11th Mar 2015: More racing, Testing, Networking, Large merges and Cleanups
Attendees: Amir Chaudhry (chair), Thomas Gazagnaire, David Kaloper, Thomas Leonard, Jon Ludlam, Anil Madhavapeddy, Hannes Mehnert, Richard Mortier and Dave Scott
The startOfDay race issue between netback and netfront — discussed on the last call — is still unresolved. It's still difficult to reproduce but we do have a minimal example of this problem, which should help greatly. It only seems to surface when it's on a live Xen host which is why it's a tricky one to deal with. It would be very useful if anyone can provide other examples of this problem, especially to see if the issue exists on x86 and it hasn't surfaced yet.
In the meantime, we might need to put a 'sleep' into
mirage-net-xen to get
it to work for the time being. Ironically, this whole issue didn't occur until
ThomasL's optimisations, which in a way, means they were good enough to
surface this issue (in other words, this is still progress!).
The testing breakout squad we proposed didn't quite convene but things around test are still getting better. Anil has been fixing breakages reported via is-mirage-broken and things look good as mirage-skeleton is now successfully building across all platforms. cohttp and TLS are also part of those tests and some of them are in a known-broken state (due to other outstanding work). We need to get this up to 100% pass rate before we do much more. There are still some more tweaks to commit but things look much better than they did before.
Magnus has been working on a Mirage net front end (including pcap), so we don't need a real network to test. There is also the testing repo from Masoud, which Mort will try out. We need a Xen machine to do this so will have to discuss where this can take place.
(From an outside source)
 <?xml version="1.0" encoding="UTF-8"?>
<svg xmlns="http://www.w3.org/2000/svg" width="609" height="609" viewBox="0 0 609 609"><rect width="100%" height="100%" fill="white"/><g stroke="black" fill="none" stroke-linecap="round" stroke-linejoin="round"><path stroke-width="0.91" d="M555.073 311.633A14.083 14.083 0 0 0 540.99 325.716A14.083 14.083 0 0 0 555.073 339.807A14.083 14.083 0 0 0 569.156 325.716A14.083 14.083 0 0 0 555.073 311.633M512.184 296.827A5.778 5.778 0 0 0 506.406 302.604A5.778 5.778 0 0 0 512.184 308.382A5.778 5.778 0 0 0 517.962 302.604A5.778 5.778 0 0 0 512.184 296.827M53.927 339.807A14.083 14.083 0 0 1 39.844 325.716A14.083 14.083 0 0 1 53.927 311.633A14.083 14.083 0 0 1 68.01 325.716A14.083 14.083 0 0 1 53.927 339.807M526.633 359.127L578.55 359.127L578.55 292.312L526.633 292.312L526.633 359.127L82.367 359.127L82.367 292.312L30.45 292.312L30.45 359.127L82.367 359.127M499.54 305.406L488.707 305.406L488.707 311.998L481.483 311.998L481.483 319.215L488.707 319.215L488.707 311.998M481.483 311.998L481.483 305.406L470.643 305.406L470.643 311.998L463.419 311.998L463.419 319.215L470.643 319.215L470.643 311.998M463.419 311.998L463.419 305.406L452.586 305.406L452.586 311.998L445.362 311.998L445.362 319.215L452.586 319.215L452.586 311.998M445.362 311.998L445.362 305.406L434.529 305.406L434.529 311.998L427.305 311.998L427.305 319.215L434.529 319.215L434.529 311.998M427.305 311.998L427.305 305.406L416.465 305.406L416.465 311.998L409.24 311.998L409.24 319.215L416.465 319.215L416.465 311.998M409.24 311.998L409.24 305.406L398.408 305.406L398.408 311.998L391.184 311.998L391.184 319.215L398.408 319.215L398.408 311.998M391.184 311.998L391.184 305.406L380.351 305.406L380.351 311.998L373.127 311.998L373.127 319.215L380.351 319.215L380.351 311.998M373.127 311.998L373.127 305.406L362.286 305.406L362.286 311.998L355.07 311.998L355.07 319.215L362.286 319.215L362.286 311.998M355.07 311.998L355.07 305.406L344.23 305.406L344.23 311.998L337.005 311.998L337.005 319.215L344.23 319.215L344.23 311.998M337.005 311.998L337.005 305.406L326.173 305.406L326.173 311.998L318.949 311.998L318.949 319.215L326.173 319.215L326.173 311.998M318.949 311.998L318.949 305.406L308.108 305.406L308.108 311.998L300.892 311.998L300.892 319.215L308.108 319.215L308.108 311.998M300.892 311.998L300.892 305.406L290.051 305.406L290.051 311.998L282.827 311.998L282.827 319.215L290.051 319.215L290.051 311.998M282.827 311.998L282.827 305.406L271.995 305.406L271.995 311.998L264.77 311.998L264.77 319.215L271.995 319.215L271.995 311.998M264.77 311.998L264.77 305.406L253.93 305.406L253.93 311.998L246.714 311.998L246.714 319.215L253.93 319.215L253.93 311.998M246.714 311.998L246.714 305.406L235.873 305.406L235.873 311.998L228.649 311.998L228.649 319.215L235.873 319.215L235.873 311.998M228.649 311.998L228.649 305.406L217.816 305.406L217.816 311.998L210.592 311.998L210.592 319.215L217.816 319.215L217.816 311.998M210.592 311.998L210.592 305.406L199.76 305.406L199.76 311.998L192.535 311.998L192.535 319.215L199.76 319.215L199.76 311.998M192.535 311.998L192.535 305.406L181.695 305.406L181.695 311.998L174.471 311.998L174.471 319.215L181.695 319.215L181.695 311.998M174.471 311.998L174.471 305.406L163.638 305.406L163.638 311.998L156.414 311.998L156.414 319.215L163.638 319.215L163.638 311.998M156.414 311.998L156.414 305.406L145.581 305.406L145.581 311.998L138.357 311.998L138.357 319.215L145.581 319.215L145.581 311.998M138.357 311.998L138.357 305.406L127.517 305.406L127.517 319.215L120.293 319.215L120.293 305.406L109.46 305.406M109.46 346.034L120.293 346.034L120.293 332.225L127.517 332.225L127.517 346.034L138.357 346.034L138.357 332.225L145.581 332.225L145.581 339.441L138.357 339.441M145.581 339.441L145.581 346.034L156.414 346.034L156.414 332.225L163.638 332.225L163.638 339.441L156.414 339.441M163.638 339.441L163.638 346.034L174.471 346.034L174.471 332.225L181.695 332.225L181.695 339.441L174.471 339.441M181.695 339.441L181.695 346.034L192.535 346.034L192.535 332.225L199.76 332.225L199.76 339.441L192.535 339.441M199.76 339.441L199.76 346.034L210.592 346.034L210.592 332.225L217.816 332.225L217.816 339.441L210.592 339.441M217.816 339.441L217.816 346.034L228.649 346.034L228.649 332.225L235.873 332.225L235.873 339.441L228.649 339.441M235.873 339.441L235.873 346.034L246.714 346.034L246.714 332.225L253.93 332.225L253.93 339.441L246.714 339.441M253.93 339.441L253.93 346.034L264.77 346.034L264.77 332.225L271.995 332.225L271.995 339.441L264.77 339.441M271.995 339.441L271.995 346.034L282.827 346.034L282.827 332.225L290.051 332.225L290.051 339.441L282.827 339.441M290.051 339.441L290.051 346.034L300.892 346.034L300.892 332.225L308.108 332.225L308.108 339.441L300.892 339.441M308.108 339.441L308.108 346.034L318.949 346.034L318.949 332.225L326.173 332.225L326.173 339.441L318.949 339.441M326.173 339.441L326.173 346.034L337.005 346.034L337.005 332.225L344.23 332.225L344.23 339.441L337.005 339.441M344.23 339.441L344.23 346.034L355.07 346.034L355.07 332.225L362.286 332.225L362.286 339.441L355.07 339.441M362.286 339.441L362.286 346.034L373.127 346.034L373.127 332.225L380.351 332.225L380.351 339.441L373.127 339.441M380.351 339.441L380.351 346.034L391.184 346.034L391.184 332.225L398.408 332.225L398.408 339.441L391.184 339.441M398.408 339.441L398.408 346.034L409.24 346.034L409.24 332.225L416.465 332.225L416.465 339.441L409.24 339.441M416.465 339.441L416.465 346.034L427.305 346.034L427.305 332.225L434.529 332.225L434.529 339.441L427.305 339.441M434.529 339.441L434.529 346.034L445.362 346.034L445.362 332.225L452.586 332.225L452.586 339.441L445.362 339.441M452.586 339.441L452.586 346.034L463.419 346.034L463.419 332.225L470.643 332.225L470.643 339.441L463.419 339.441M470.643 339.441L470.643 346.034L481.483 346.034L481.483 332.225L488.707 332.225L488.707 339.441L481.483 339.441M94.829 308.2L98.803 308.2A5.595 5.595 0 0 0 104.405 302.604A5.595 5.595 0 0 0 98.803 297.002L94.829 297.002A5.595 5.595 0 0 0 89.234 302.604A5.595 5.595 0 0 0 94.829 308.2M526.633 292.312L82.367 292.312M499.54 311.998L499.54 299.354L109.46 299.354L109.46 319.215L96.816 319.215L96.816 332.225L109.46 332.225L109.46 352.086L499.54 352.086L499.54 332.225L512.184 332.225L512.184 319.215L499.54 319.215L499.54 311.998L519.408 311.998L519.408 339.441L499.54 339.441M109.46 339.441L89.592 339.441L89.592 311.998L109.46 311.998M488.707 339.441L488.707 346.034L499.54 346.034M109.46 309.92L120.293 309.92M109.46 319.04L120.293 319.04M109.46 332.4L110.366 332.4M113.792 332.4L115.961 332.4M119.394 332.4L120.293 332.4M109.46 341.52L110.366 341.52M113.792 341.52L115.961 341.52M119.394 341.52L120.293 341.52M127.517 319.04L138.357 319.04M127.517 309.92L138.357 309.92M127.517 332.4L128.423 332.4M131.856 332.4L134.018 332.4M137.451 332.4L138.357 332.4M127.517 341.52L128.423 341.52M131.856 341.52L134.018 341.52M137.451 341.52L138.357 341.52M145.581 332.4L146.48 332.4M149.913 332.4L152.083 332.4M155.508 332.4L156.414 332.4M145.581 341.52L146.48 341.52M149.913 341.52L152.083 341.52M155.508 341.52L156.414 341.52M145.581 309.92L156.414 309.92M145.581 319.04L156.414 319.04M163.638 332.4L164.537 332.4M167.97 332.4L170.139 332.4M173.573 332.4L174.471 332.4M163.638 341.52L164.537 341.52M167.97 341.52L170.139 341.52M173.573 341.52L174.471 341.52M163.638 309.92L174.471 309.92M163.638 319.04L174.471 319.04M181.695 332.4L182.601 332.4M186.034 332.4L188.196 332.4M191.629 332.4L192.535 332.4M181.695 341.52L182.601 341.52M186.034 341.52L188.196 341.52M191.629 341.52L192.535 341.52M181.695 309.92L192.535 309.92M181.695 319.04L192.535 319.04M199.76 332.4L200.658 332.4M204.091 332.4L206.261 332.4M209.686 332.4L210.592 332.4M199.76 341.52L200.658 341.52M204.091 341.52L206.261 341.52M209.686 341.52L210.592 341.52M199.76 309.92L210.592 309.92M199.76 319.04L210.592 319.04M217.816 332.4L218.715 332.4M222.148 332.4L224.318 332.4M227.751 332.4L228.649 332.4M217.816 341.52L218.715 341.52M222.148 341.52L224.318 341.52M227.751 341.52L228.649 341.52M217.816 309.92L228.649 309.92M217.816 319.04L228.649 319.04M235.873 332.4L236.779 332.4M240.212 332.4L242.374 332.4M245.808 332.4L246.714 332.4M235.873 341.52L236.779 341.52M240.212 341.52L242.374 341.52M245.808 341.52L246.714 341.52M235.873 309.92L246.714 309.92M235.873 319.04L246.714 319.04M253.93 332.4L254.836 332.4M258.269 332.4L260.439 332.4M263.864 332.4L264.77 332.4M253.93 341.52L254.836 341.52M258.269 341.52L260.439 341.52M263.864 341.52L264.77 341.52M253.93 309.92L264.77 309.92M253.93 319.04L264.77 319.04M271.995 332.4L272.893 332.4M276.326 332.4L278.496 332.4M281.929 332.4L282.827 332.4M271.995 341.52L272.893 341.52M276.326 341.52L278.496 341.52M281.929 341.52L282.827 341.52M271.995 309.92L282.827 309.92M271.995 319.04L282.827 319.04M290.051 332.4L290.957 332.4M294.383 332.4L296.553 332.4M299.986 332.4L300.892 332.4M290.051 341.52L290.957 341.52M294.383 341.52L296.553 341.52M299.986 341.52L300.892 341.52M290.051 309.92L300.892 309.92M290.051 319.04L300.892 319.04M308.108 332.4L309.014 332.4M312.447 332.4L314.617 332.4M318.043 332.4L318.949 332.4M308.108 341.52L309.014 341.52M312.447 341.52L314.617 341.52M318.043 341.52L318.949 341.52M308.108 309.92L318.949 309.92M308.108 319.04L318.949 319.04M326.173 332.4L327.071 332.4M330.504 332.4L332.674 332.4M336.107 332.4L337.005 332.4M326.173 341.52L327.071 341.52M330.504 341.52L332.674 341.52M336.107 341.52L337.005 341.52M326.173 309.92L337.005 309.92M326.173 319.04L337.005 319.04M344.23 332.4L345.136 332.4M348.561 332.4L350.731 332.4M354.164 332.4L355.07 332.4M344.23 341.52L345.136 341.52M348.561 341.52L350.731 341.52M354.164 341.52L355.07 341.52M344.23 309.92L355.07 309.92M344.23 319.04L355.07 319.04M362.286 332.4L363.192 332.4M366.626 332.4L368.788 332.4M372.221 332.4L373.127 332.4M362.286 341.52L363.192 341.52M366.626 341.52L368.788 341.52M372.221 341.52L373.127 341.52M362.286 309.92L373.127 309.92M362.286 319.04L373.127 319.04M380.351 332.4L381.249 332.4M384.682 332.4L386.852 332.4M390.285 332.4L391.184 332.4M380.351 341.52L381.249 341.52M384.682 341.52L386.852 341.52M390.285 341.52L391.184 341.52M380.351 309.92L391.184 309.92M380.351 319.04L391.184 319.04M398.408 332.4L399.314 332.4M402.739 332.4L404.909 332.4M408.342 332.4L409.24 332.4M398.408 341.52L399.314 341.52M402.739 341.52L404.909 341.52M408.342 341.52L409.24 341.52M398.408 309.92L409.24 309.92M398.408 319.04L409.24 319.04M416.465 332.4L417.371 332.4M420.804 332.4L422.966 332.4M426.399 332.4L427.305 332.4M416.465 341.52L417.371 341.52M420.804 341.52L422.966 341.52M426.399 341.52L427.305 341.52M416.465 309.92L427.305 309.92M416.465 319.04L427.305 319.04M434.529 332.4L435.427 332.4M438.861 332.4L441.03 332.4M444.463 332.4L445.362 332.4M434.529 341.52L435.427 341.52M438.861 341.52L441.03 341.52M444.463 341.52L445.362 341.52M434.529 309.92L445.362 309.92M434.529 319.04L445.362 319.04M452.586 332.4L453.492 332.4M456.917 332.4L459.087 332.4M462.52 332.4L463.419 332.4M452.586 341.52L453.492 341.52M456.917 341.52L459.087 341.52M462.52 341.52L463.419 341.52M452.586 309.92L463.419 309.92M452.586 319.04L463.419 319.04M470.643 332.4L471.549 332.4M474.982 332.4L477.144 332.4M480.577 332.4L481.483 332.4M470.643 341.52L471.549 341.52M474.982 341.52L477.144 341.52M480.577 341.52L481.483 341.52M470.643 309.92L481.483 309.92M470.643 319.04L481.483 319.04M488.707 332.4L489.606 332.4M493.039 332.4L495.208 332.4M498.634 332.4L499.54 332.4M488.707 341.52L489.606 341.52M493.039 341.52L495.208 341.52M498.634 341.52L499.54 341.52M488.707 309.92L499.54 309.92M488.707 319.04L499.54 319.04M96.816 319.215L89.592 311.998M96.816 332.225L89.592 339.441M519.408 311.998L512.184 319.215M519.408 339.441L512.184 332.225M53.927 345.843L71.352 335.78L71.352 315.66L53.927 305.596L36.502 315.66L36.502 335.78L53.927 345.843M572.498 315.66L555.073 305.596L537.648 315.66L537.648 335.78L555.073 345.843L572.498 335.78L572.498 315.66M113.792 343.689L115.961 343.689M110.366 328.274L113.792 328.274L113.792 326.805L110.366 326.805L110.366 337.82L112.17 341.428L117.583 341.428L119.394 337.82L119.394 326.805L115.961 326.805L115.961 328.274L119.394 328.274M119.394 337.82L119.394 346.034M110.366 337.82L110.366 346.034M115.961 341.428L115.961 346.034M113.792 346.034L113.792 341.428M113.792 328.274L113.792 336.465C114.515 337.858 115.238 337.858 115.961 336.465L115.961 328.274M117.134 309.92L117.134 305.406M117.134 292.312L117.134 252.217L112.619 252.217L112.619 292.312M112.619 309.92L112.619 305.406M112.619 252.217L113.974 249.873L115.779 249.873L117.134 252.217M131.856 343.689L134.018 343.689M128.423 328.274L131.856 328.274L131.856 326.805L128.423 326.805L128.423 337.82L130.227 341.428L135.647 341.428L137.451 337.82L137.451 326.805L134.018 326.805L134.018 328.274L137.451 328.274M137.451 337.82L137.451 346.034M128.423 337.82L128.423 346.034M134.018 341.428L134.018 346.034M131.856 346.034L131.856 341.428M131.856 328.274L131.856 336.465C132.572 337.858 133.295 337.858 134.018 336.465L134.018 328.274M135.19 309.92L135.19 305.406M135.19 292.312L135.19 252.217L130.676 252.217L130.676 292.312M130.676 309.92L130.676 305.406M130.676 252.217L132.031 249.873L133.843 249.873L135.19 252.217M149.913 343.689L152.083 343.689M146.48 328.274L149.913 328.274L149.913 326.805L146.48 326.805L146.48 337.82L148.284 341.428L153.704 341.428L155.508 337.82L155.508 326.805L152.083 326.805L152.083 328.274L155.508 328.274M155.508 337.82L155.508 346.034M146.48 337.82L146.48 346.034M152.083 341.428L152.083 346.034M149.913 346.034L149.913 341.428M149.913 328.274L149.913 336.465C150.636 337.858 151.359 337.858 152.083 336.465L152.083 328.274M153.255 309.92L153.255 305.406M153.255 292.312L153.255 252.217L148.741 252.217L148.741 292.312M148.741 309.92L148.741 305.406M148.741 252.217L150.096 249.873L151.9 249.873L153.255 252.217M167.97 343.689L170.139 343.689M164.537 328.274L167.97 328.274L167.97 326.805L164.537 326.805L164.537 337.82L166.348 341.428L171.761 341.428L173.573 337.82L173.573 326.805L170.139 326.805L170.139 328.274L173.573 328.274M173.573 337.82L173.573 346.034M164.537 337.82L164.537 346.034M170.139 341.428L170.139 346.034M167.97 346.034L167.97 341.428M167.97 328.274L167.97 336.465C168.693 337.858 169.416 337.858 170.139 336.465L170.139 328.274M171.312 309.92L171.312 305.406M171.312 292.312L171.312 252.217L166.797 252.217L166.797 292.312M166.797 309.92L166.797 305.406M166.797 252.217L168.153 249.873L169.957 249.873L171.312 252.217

Amir noticed a QuickCheck library in OPAM so perhaps we could use it. However, Anil pointed our that there is likely to be a fair amount of plumbing and scaffolding involved in order to get to something useful (which still needs someone to put in the effort). Dave has been using BISECT and coveralls, which he's been happy with (and slightly addicted to). You can see examples of this in the shared-block-ring repo (which is at 81% coverage and climbing!). It would be good to get some notes written down and sent out to the list about this process and hooking together with Travis.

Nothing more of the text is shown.